◆ **WHAT YOU ARE ASKED TO DO**:
Everything in the entries except the pictures must be repeated exactly.

** RECORDS TO USE follows **

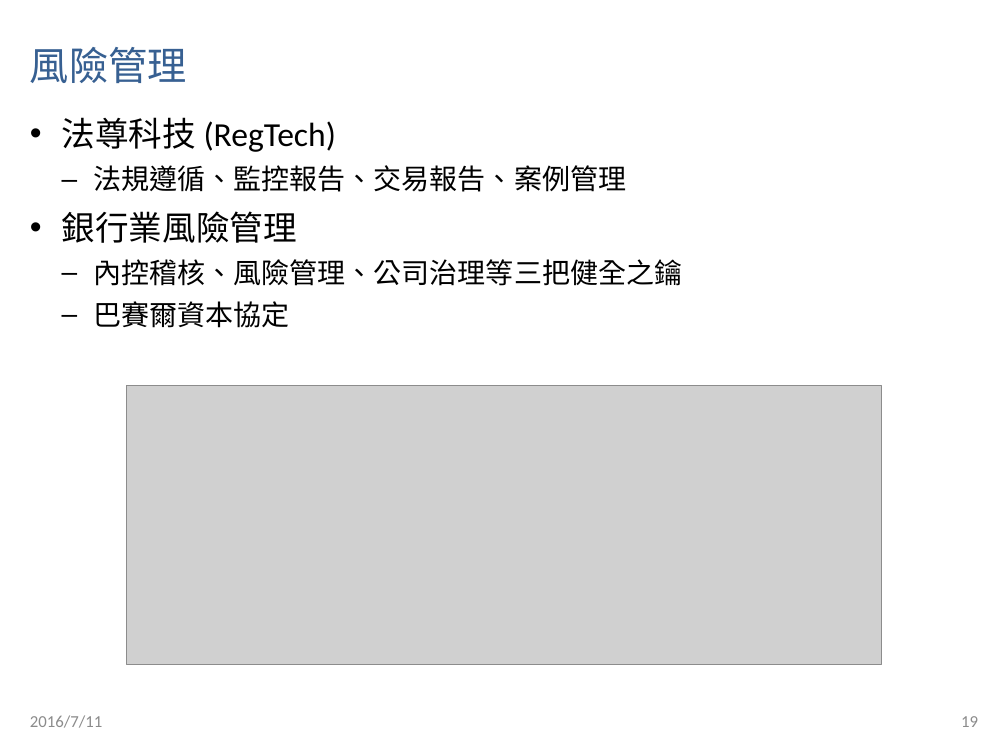
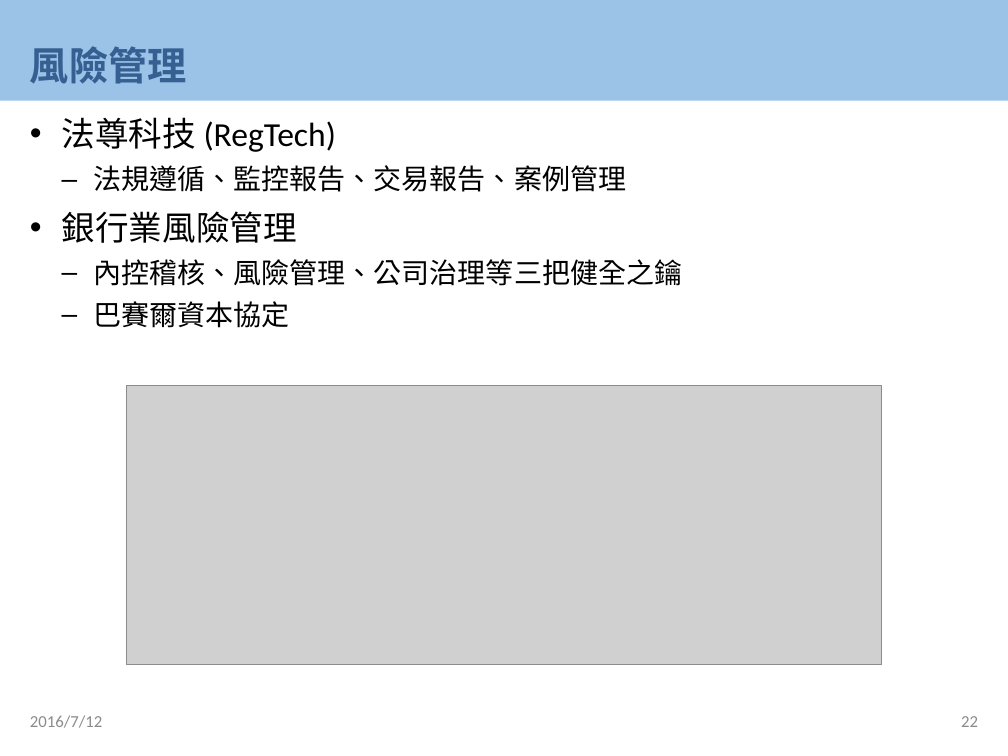
Before and after one commit to CpOuyang/custom, a slide deck: slide 22 of 20160712 - 金融科技白皮書(部會).pptx (slide 19 before the commit). Drawn at 1008x756 pixels with LibreOffice and Linux fonts; fonts in the diff are those of the drawing; grey boxes stand for pictures. Boxes give left, top, right and bottom in pixels: in the first picture for what was removed or moved away, otherwise in the second. Text is boxed around its words. In the diff, an @@ line names an element or a change of style, - is before the commit and + after.

```diff
--- a/20160712 - 金融科技白皮書(部會).pptx
+++ b/20160712 - 金融科技白皮書(部會).pptx
@@ rectangle added at (0, 0, 1008, 101), fill #9BC2E7 @@
@@ title "風險管理" at (30, 46, 187, 84): bold on @@
@@ text at (30, 715, 102, 728): text changed @@
-2016/7/11
+2016/7/12
@@ page number at (961, 716, 978, 727): text changed @@
-19
+22
```
Also in this commit, not shown: 40 other slides changed, 3 slides added.

** End of RECORDS TO USE **

◆ **RESPONSE TO THIS TASK**:
Before and after one commit to CpOuyang/custom, a slide deck: slide 22 of 20160712 - 金融科技白皮書(部會).pptx (slide 19 before the commit). Drawn at 1008x756 pixels with LibreOffice and Linux fonts; fonts in the diff are those of the drawing; grey boxes stand for pictures. Boxes give left, top, right and bottom in pixels: in the first picture for what was removed or moved away, otherwise in the second. Text is boxed around its words. In the diff, an @@ line names an element or a change of style, - is before the commit and + after.

```diff
--- a/20160712 - 金融科技白皮書(部會).pptx
+++ b/20160712 - 金融科技白皮書(部會).pptx
@@ rectangle added at (0, 0, 1008, 101), fill #9BC2E7 @@
@@ title "風險管理" at (30, 46, 187, 84): bold on @@
@@ text at (30, 715, 102, 728): text changed @@
-2016/7/11
+2016/7/12
@@ page number at (961, 716, 978, 727): text changed @@
-19
+22
```
Also in this commit, not shown: 40 other slides changed, 3 slides added.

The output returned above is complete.